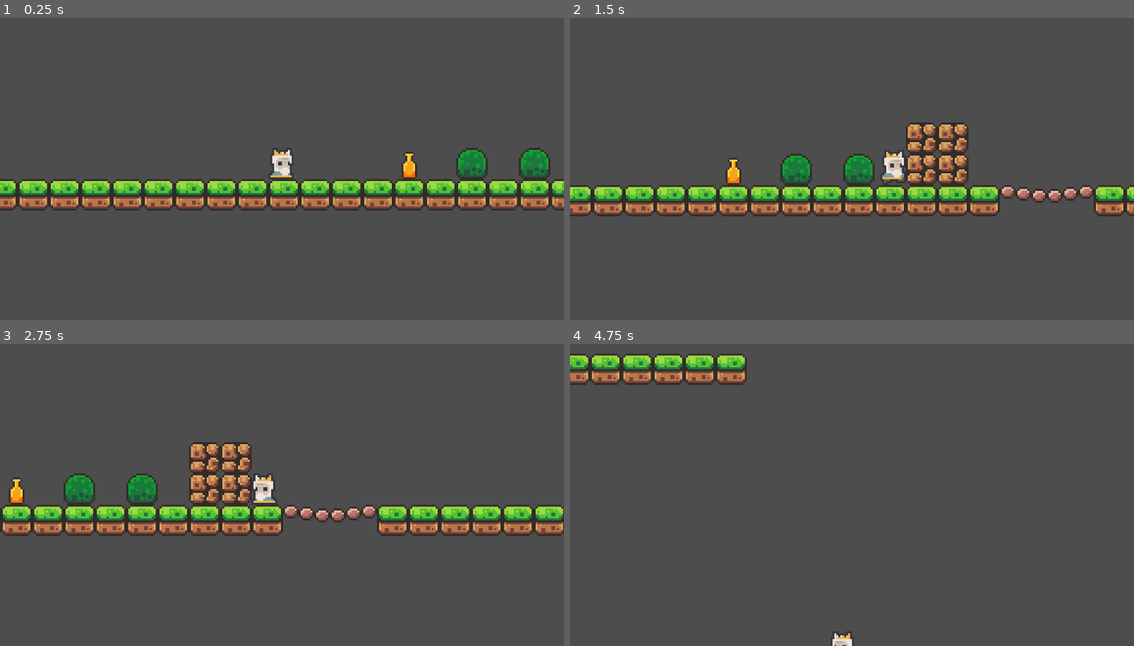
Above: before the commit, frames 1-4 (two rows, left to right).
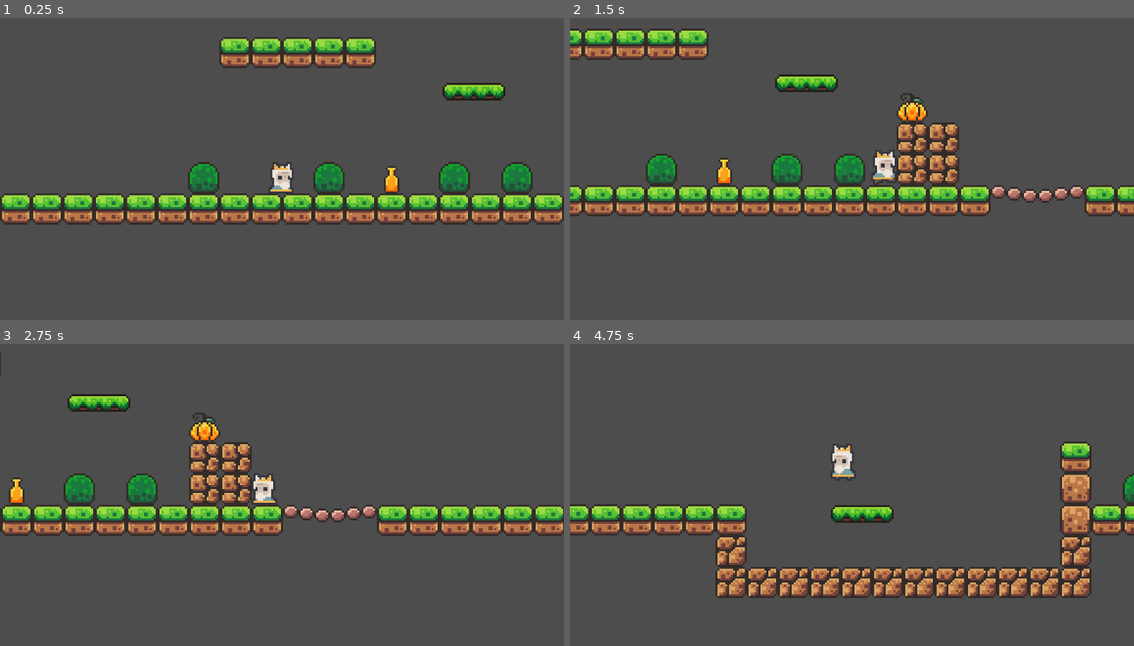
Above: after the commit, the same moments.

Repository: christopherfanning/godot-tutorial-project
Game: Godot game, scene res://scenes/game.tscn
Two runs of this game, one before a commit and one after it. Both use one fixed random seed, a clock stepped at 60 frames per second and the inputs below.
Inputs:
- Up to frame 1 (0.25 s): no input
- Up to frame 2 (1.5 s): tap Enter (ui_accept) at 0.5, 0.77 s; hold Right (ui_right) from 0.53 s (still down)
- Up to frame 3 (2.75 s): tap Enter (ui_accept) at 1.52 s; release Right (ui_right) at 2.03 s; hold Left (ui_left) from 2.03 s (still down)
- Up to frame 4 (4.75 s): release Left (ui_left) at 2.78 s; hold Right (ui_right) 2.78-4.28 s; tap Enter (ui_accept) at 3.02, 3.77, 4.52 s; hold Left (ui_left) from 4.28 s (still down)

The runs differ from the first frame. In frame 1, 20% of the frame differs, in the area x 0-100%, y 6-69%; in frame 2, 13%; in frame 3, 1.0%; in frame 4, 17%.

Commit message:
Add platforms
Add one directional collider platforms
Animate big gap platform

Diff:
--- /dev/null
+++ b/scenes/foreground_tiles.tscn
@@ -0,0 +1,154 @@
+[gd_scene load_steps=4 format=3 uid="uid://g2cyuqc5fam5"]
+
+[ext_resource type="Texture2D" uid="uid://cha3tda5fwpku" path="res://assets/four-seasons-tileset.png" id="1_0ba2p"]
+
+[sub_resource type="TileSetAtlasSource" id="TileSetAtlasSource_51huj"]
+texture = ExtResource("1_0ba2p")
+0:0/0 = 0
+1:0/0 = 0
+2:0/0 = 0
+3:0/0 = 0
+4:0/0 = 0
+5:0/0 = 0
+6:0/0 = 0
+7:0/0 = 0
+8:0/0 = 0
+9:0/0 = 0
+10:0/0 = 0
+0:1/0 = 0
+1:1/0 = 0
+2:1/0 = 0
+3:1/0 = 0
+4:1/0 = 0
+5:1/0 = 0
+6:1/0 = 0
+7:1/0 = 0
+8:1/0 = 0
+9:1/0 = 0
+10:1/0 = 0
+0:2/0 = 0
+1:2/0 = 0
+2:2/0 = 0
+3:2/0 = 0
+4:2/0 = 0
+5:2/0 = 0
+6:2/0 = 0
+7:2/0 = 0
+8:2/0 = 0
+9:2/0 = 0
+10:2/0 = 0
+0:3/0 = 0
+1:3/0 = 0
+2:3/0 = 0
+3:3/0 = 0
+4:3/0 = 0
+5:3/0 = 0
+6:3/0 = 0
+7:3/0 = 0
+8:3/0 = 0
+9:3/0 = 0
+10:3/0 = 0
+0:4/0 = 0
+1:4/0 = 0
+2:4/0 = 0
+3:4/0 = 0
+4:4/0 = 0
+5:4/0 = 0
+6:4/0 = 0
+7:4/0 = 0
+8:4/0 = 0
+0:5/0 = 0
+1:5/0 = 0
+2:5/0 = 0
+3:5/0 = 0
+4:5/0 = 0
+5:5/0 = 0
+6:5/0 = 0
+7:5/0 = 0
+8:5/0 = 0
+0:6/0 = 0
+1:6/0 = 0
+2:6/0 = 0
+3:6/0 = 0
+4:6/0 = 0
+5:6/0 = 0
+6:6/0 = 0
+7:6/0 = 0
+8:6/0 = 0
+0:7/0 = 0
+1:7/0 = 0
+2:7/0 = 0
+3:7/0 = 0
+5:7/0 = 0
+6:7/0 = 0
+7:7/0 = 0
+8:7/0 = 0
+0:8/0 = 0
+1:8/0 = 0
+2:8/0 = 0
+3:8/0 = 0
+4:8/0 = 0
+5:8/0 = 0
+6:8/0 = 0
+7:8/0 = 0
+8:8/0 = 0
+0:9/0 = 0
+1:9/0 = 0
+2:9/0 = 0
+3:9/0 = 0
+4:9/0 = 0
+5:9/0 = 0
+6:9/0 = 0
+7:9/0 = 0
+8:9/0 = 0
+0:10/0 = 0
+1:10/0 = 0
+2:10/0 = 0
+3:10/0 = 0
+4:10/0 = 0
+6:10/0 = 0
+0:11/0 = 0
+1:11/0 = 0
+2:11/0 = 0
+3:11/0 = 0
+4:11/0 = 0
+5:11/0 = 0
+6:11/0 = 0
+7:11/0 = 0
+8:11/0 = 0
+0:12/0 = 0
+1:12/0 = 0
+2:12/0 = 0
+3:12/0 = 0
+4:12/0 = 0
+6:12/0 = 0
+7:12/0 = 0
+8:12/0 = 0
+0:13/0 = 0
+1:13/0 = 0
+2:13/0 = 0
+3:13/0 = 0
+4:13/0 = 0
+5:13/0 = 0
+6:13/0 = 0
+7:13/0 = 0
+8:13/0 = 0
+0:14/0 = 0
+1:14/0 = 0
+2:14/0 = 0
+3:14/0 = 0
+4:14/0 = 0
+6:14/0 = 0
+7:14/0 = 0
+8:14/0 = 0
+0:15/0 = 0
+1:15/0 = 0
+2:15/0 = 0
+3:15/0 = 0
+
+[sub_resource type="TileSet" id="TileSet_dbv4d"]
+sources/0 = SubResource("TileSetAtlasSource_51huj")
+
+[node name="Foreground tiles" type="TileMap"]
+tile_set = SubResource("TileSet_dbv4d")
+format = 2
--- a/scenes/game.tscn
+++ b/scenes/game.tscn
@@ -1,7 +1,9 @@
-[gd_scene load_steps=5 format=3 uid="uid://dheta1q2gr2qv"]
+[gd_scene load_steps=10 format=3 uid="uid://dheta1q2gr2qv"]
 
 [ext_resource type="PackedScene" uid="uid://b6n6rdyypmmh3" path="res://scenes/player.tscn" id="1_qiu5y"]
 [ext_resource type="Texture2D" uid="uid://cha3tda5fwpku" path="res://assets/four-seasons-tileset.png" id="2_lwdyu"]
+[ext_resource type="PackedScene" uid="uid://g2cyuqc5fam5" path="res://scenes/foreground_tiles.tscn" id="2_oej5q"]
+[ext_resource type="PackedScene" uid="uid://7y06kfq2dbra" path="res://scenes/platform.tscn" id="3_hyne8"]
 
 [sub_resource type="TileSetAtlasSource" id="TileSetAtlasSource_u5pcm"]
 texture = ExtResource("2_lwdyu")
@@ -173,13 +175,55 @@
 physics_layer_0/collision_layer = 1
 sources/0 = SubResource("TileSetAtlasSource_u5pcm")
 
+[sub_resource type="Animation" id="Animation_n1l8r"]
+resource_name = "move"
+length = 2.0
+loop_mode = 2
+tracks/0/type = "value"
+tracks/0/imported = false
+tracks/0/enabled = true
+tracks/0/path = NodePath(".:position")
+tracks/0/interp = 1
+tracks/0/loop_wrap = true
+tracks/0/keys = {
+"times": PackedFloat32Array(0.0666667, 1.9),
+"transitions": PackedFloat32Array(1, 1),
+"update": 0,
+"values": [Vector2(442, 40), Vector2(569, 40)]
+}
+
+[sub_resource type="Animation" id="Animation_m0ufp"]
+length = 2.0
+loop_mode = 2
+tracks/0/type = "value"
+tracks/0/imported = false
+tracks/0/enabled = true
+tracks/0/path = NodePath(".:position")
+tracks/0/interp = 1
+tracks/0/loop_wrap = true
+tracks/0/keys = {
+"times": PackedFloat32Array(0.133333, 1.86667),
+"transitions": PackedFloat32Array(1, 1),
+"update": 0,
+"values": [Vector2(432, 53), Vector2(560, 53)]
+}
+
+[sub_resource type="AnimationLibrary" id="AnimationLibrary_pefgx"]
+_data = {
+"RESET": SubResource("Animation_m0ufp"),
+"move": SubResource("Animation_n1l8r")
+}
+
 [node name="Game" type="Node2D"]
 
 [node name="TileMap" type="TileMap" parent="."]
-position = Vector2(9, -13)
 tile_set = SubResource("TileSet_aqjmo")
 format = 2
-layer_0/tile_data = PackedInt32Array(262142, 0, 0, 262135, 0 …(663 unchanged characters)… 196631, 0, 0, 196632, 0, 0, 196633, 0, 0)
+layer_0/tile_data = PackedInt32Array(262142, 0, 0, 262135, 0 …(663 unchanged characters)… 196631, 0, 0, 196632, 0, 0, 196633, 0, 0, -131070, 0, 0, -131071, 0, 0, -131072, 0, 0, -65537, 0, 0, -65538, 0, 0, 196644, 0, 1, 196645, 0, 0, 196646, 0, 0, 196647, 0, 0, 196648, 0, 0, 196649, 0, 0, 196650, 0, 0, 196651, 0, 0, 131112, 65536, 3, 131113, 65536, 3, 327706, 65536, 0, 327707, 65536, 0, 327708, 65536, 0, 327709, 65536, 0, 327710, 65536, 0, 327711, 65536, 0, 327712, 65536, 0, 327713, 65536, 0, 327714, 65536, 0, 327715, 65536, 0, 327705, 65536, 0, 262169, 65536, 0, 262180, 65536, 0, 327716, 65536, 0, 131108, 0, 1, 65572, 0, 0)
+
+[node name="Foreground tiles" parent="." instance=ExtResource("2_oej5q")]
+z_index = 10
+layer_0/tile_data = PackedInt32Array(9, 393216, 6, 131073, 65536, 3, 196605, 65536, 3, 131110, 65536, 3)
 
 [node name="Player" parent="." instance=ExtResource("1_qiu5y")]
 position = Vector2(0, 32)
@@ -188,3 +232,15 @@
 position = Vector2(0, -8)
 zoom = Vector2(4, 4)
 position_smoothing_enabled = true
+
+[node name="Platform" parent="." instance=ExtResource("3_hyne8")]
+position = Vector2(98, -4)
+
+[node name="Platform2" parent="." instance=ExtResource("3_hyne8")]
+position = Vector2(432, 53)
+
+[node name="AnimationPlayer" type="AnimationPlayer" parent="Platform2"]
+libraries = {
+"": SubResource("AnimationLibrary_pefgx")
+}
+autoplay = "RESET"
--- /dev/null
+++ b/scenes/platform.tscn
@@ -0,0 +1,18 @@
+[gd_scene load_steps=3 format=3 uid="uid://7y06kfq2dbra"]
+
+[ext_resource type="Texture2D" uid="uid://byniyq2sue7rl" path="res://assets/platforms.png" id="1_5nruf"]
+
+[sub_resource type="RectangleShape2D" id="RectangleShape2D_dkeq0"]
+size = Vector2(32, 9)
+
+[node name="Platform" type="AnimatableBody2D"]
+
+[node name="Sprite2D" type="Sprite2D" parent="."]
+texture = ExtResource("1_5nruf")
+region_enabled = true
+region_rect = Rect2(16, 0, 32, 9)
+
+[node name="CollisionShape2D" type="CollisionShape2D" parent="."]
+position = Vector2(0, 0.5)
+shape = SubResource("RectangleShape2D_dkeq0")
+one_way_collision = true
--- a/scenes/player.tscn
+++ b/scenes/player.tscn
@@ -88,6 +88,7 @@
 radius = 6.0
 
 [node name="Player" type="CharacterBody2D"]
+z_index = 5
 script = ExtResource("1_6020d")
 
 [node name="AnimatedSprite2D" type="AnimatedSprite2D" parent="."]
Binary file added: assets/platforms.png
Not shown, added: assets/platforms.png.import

══════════

Instructions to follow
Omit every picture, and please return the entries exactly from the first line through the line with "Game: Godot game, scene", both included.

Problem solution
Above: before the commit, frames 1-4 (two rows, left to right).
Above: after the commit, the same moments.

Repository: christopherfanning/godot-tutorial-project
Game: Godot game, scene res://scenes/game.tscn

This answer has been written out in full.